# Limit of a rational function with a constant c

Callumnc1
Homework Statement:
Relevant Equations:
For this problem, Did they get ## x## approaches one is equivalent to ##t## approaches zero because ##t ∝ (x)^{1/3} + 1##?

Many thanks!

Last edited:

Gold Member
" Notice that x ##\rightarrow##0 is equivalent to t ##\rightarrow## 1 ", it says. The given formula becomes
$$\lim_{t \rightarrow 1} \frac{c(t-1)}{t^3-1}$$

• Callumnc1
Callumnc1
" Notice that x ##\rightarrow##0 is equivalent to t ##\rightarrow## 1 ", it says. The given formula becomes
$$\lim_{t \rightarrow 1} \frac{c(t-1)}{t^3-1}$$

Sorry, I have updated the question after I realized my mistake.

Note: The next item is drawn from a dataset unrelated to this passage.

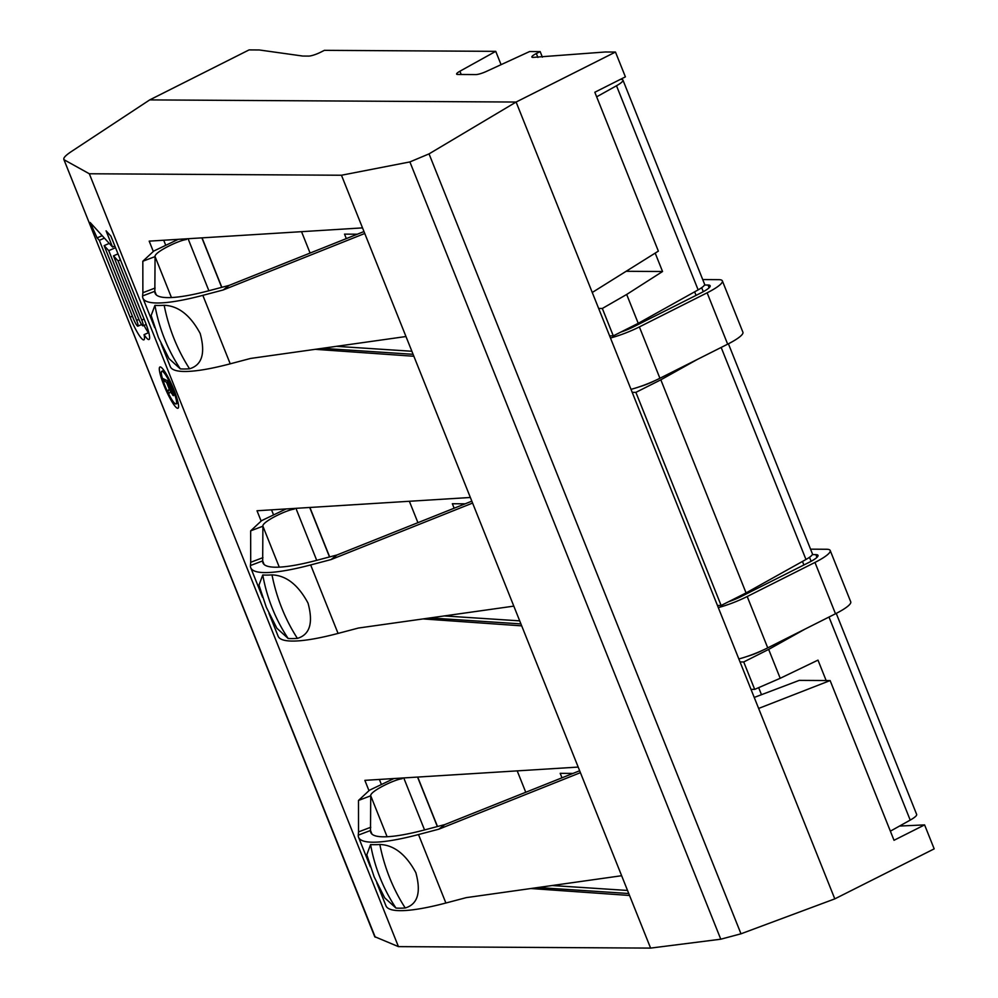 <?xml version="1.0" encoding="UTF-8"?>
<svg xmlns="http://www.w3.org/2000/svg" width="998" height="998" viewBox="0 0 998 998"><rect width="100%" height="100%" fill="white"/><g stroke="black" fill="none" stroke-linecap="round" stroke-linejoin="round"><path stroke-width="1.5" d="M655.187 253.105L662.547 271.506L626.682 294.46L638.233 323.327L698.138 289.882A18.762 3.505 -21.8 0 0 704.576 284.205L622.939 80.077A18.762 3.505 -21.8 0 0 620.793 79.353L620.457 79.353M626.133 271.294L662.547 271.506M805.124 629.052L768.66 649.411L780.211 678.291L817.986 660.127L826.144 680.536L799.248 680.374L754.239 697.44M346.318 238.609L344.522 234.131L357.334 234.206M186.139 238.846L186.414 239.532C178.916 240.231 154.029 252.294 155.064 256.598L154.84 291.291A112.599 21.058 -21.8 0 0 155.114 293.275A112.599 21.058 -21.8 0 0 208.769 290.767L229.128 285.391L363.996 231.548M229.128 285.391L223.19 289.969L364.757 233.47M405.974 336.526L250.573 358.444L230.226 363.821A125.736 23.515 158.2 0 1 170.296 366.628L161.127 343.686M155.102 288.048L142.876 292.701L142.602 295.932A125.736 23.515 -21.8 0 0 142.914 298.153A125.736 23.515 -21.8 0 0 202.831 295.346L223.19 289.969M461.213 74.488L459.903 71.232A9.381 1.759 -21.8 0 0 456.622 74.102A9.381 1.759 -21.8 0 0 457.695 74.463L475.909 74.576A9.381 1.759 -21.8 0 0 486.463 71.382L529.589 51.547L540.168 51.609L536.338 53.53A9.381 1.759 158.2 0 0 531.859 57.036A9.381 1.759 158.2 0 0 532.932 57.397L605.312 51.983L615.467 52.046L516.103 102.046L429.04 153.879L409.891 161.926L341.466 175.236L362.524 227.881L149.189 241.142L153.268 251.346M271.543 509.841L273.352 514.369M163.722 240.244L165.518 244.76M379.377 779.45L381.186 783.966M423.077 618.922L521.705 625.858L578.191 767.075L364.856 780.349L368.936 790.553M530.911 888.519L629.538 895.468L650.596 948.1L398.439 946.628L374.749 936.685M341.466 175.236L89.321 173.764L398.439 946.628M521.705 625.858L413.871 356.261L315.243 349.325M470.357 497.478L257.022 510.751L261.102 520.956M830.124 680.561L758.63 708.443L834.802 898.874L934.178 848.861L924.597 824.897L894.021 840.291L830.124 680.561L826.144 680.536M89.321 173.764L64.346 159.905C62.649 158.632 64.87 155.938 71.008 151.783L149.712 99.9L516.103 102.046L592.263 292.476L658.368 251.122L594.82 92.253L625.397 76.858L615.467 52.046M721.167 347.441L805.972 559.479L746.067 592.924L721.13 605.474L635.888 392.364L632.208 392.339M697.29 359.455L660.826 379.814L746.067 592.924M890.366 831.172L910.213 820.094A18.762 3.505 -21.8 0 0 916.651 814.418L836.249 613.396M596.654 96.831L616.502 85.753A18.762 3.505 -21.8 0 0 622.939 80.077M805.972 559.479A18.762 3.505 -21.8 0 0 812.409 553.803L728.415 343.799M454.152 508.207L452.356 503.741L465.168 503.815M293.973 508.444L294.248 509.13C286.75 509.828 261.863 521.892 262.898 526.196L262.674 560.888A112.599 21.058 -21.8 0 0 262.948 562.872A112.599 21.058 -21.8 0 0 316.603 560.365L336.962 554.988L471.829 501.158M336.962 554.988L331.024 559.579L472.59 503.067M513.808 606.123L358.407 628.041L338.06 633.418A125.736 23.515 158.2 0 1 278.13 636.225L268.961 613.296M262.936 557.645L250.698 562.298L250.436 565.529A125.736 23.515 -21.8 0 0 250.748 567.762A125.736 23.515 -21.8 0 0 310.665 564.943L331.024 559.579M629.538 895.468L578.191 767.075M413.871 356.261L362.524 227.881M409.891 161.926L720.781 939.205L650.596 948.1M592.263 292.476L758.63 708.443M720.781 939.205L740.99 933.804L834.802 898.874M375.236 937.184L63.822 159.381M141.616 324.537L137.899 326.159A7.136 1.173 -113.6 0 1 133.445 318.849L104.154 245.62L108.757 250.648L136.651 320.395L138.934 319.397M137.899 326.159A7.136 1.173 -113.6 0 0 136.651 320.395M146.182 324.437L143.026 325.822A7.136 1.173 -113.6 0 1 138.56 318.512L113.498 255.85L118.101 260.89L141.766 320.059L144.074 319.048M143.026 325.822A7.136 1.173 -113.6 0 0 141.766 320.059M162.437 371.356A17.827 2.944 -113.6 0 0 161.801 371.281A17.827 2.944 -113.6 0 0 165.581 387.236A17.827 2.944 -113.6 0 0 175.448 403.878A17.827 2.944 -113.6 0 0 176.085 403.953A17.827 2.944 -113.6 0 0 172.305 387.997A17.827 2.944 -113.6 0 0 162.437 371.356M166.516 382.234L169.248 389.058L167.701 390.904L168.824 393.711L170.483 391.59L173.515 395.657L173.577 393.087L169.061 381.523L162.736 378.467L163.697 380.874L166.516 382.234L168.625 381.311M170.371 390.255L167.327 382.633L169.348 383.606L172.741 392.364L172.143 393.05L170.371 390.255M106.075 230.825L112.549 247.03L90.144 222.492L97.105 237.898L99.338 240.343L130.089 317.227A22.081 3.643 -113.6 0 0 143.887 339.844A22.081 3.643 -113.6 0 0 144.074 334.642A22.081 3.643 -113.6 0 0 149.014 339.507A22.081 3.643 -113.6 0 0 145.122 321.68L110.89 236.102L106.075 230.825M177.157 408.157A22.517 3.718 -113.6 0 0 177.968 408.244A22.517 3.718 -113.6 0 0 173.203 388.097A22.517 3.718 -113.6 0 0 160.728 367.077A22.517 3.718 -113.6 0 0 159.917 366.99A22.517 3.718 -113.6 0 0 164.695 387.137A22.517 3.718 -113.6 0 0 177.157 408.157M112.549 247.03L114.857 246.019M144.074 334.642L148.789 332.584M144.024 325.385A22.081 3.643 -113.6 0 0 148.428 332.746M99.338 240.343L104.416 238.123M97.105 237.898L102.183 235.678M104.154 245.62L109.231 243.4M108.757 250.648L115.531 247.691M113.498 255.85L118.001 253.879M118.101 260.89L120.396 259.879M163.697 380.874L165.805 379.951M172.978 395.395L173.777 395.033M172.417 394.796L173.764 394.198M171.394 393.324L172.118 393.012M167.701 390.904L170.196 389.806M167.327 382.633L169.173 381.822M172.554 393.249L173.49 392.838M172.791 393.037L173.452 392.75M149.712 99.9L249.088 49.9L259.243 49.962L302.781 56.05L308.706 56.088A9.381 1.759 158.2 0 0 320.57 52.258L324.4 50.337L495.744 51.347L501.071 64.67M459.903 71.232L495.744 51.347M924.597 824.897L899.522 826.057M540.168 51.609L542.376 57.148M301.533 231.673L310.091 253.068M409.367 501.27L417.925 522.665M517.201 770.868L525.759 792.275M631.01 389.345A31.899 5.963 -21.8 0 0 659.915 378.267L727.667 344.173A31.899 5.963 -21.8 0 0 742.911 332.234L722.365 280.887A31.899 5.963 158.2 0 1 707.133 292.813L639.369 326.92A31.899 5.963 158.2 0 1 610.464 337.998M704.476 285.016L708.031 285.041A18.762 3.505 158.2 0 1 710.164 285.765A18.762 3.505 158.2 0 1 701.207 292.788L633.443 326.882A18.762 3.505 158.2 0 1 620.806 332.097M639.269 386.85A18.762 3.505 -21.8 0 0 654.451 380.874M660.826 379.814L635.888 392.364M768.66 649.411L743.722 661.961L740.042 661.948M747.103 656.447A18.762 3.505 -21.8 0 0 762.285 650.471M638.233 323.327L613.296 335.877L609.616 335.852M626.682 294.46L602.33 308.469L613.296 335.877M780.211 678.291L754.688 689.369L751.007 689.356M743.722 661.961L754.688 689.369M721.13 605.474L717.45 605.462M602.33 308.469L598.65 308.444M738.844 658.942A31.899 5.963 -21.8 0 0 767.736 647.864L835.501 613.77A31.899 5.963 -21.8 0 0 850.745 601.844L830.199 550.484A31.899 5.963 158.2 0 1 814.967 562.423L747.203 596.517A31.899 5.963 158.2 0 1 718.298 607.595M812.31 554.626L815.865 554.639A18.762 3.505 158.2 0 1 817.998 555.362A18.762 3.505 158.2 0 1 809.041 562.385L741.277 596.48A18.762 3.505 158.2 0 1 728.64 601.694M561.986 777.816L560.19 773.338L573.002 773.413M401.807 778.053L402.082 778.727C394.584 779.426 369.697 791.489 370.732 795.793L370.507 830.486A112.599 21.058 -21.8 0 0 370.782 832.482A112.599 21.058 -21.8 0 0 424.437 829.962L444.796 824.585L579.663 770.755M444.796 824.585L438.858 829.176L580.424 772.664M621.642 875.72L466.241 897.639L445.881 903.015A125.736 23.515 158.2 0 1 385.964 905.822L376.795 882.893M370.769 827.255L358.531 831.895L358.27 835.139A125.736 23.515 -21.8 0 0 358.581 837.359A125.736 23.515 -21.8 0 0 418.499 834.553L438.858 829.176M424.549 829.937L403.753 777.929M437.349 826.556L417.551 777.068M393.923 778.54L369.46 790.229L358.494 800.446L370.732 795.793L387.099 836.748M358.494 800.446L358.531 831.895M405.238 907.98C417.713 904.263 421.256 892.499 415.854 872.689C406.036 854.425 394.023 845.019 379.839 844.483A125.736 23.515 -21.8 0 1 370.582 844.57L366.802 854.762L374.15 876.868L384.704 897.851L395.981 908.068A125.736 23.515 -21.8 0 0 405.238 907.98A163.273 138.597 -94 0 1 389.657 877.766A163.273 138.597 -94 0 1 379.839 844.483M810.563 549.162L826.569 549.262A31.899 5.963 158.2 0 1 830.199 550.484M702.729 279.565L718.735 279.652A31.899 5.963 158.2 0 1 722.365 280.887M221.681 287.349L201.883 237.873M208.881 290.73L188.086 238.734M178.268 239.333L153.792 251.034L142.826 261.239L155.064 256.598L171.444 297.541M142.826 261.239L142.876 292.701M189.57 368.786C202.058 365.056 205.588 353.292 200.186 333.494C190.369 315.231 178.355 305.825 164.171 305.288A125.736 23.515 -21.8 0 1 154.927 305.376L151.135 315.555L158.482 337.661L169.036 358.644L180.314 368.873A125.736 23.515 -21.8 0 0 189.57 368.786A163.273 138.597 -94 0 1 173.989 338.559A163.273 138.597 -94 0 1 164.171 305.288M329.515 556.959L309.717 507.471M316.715 560.34L295.919 508.331M286.089 508.943L261.626 520.632L250.66 530.849L262.898 526.196L279.265 567.138M250.66 530.849L250.698 562.298M297.404 638.383C309.879 634.653 313.422 622.889 308.02 603.091C298.202 584.828 286.189 575.422 272.005 574.885A125.736 23.515 -21.8 0 1 262.761 574.973L258.969 585.165L266.316 607.271L276.87 628.241L288.148 638.471A125.736 23.515 -21.8 0 0 297.404 638.383A163.273 138.597 -94 0 1 281.823 608.169A163.273 138.597 -94 0 1 272.005 574.885M230.226 363.821L202.831 295.346M156.287 294.909L154.84 291.291L142.602 295.932M628.752 893.509L537.922 887.534M829.001 617.051L910.213 820.094M616.502 85.753L698.138 289.882M338.06 633.418L310.665 564.943M264.121 564.506L262.674 560.888L250.436 565.529M520.919 623.9L430.088 617.937M429.04 153.879L740.99 933.804M130.089 317.227L132.385 316.216M536.338 53.53L537.897 57.422M639.369 326.92L659.915 378.267M635.639 325.772L635.264 324.824M696.055 295.383L694.633 291.84M803.889 564.98L802.467 561.437M743.473 595.382L743.098 594.421M747.203 596.517L767.736 647.864M445.881 903.015L418.499 834.553M371.955 834.103L370.507 830.486L358.27 835.139M437.498 826.519L417.713 777.055L437.498 826.519M370.582 844.57A163.273 149.588 94 0 0 380.126 877.853A163.273 149.588 94 0 0 395.981 908.068M814.967 562.423L835.501 613.77M815.865 554.639L816.95 557.358M707.133 292.813L727.667 344.173M708.031 285.041L709.116 287.761M413.085 354.302L322.267 348.327M221.83 287.312L202.058 237.861L221.83 287.312M154.927 305.376A163.273 149.588 94 0 0 164.47 338.659A163.273 149.588 94 0 0 180.314 368.873M329.664 556.909L309.891 507.458L329.664 556.909M262.761 574.973A163.273 149.588 94 0 0 272.292 608.256A163.273 149.588 94 0 0 288.148 638.471M627.542 890.453L552.119 885.525M519.709 620.856L444.285 615.928M63.897 159.518L374.799 936.823M163.884 370.37L161.801 371.281M178.168 403.042L176.085 403.953M701.681 287.686L703.291 291.69M809.515 557.283L811.125 561.288M761.474 694.695L758.655 687.647M370.37 866.838L358.581 837.359M411.875 351.259L336.463 346.331M154.702 327.631L142.914 298.153M262.536 597.241L250.748 567.762"/></g></svg>

Is my reasoning correct though?

Many thanks!

Gold Member
$$\lim_{x\rightarrow 0}t=\lim_{x\rightarrow 0} \sqrt{1+cx}=1$$
$$\lim_{t\rightarrow 1}x=\lim_{t\rightarrow 1}\frac{t^3-1}{c}=0$$

• Callumnc1
Staff Emeritus
Homework Helper
Gold Member

For this problem,
View attachment 322282
Did they get ## x## approaches one is equivalent to ##t## approaches zero because ##t ∝ (x)^{1/3} + 1##?

Many thanks!
I would say it's more like:

As ##x\to 0##, it's clear that ##\displaystyle \root 3 \of{1+cx \,} \to 1##, so ##t\to 1## .

Last edited:
• Callumnc1
Callumnc1
$$\lim_{x\rightarrow 0}t=\lim_{x\rightarrow 0} \sqrt{1+cx}=1$$
$$\lim_{t\rightarrow 1}x=\lim_{t\rightarrow 1}\frac{t^3-1}{c}=0$$

Callumnc1
I would say it's more like:

As ##x\to 0##, it's clear that ##\root 3 \of{1+cx \,} \to 1##, so ##t\to 1## .
Thank you @SammyS , I see now!

Staff Emeritus
Homework Helper
Is my reasoning correct though?
It looks like you're thinking ##\sqrt{1+cx} = \sqrt{1} + \sqrt{cx}##. That's clearly wrong. You can't distribute the root across the addition.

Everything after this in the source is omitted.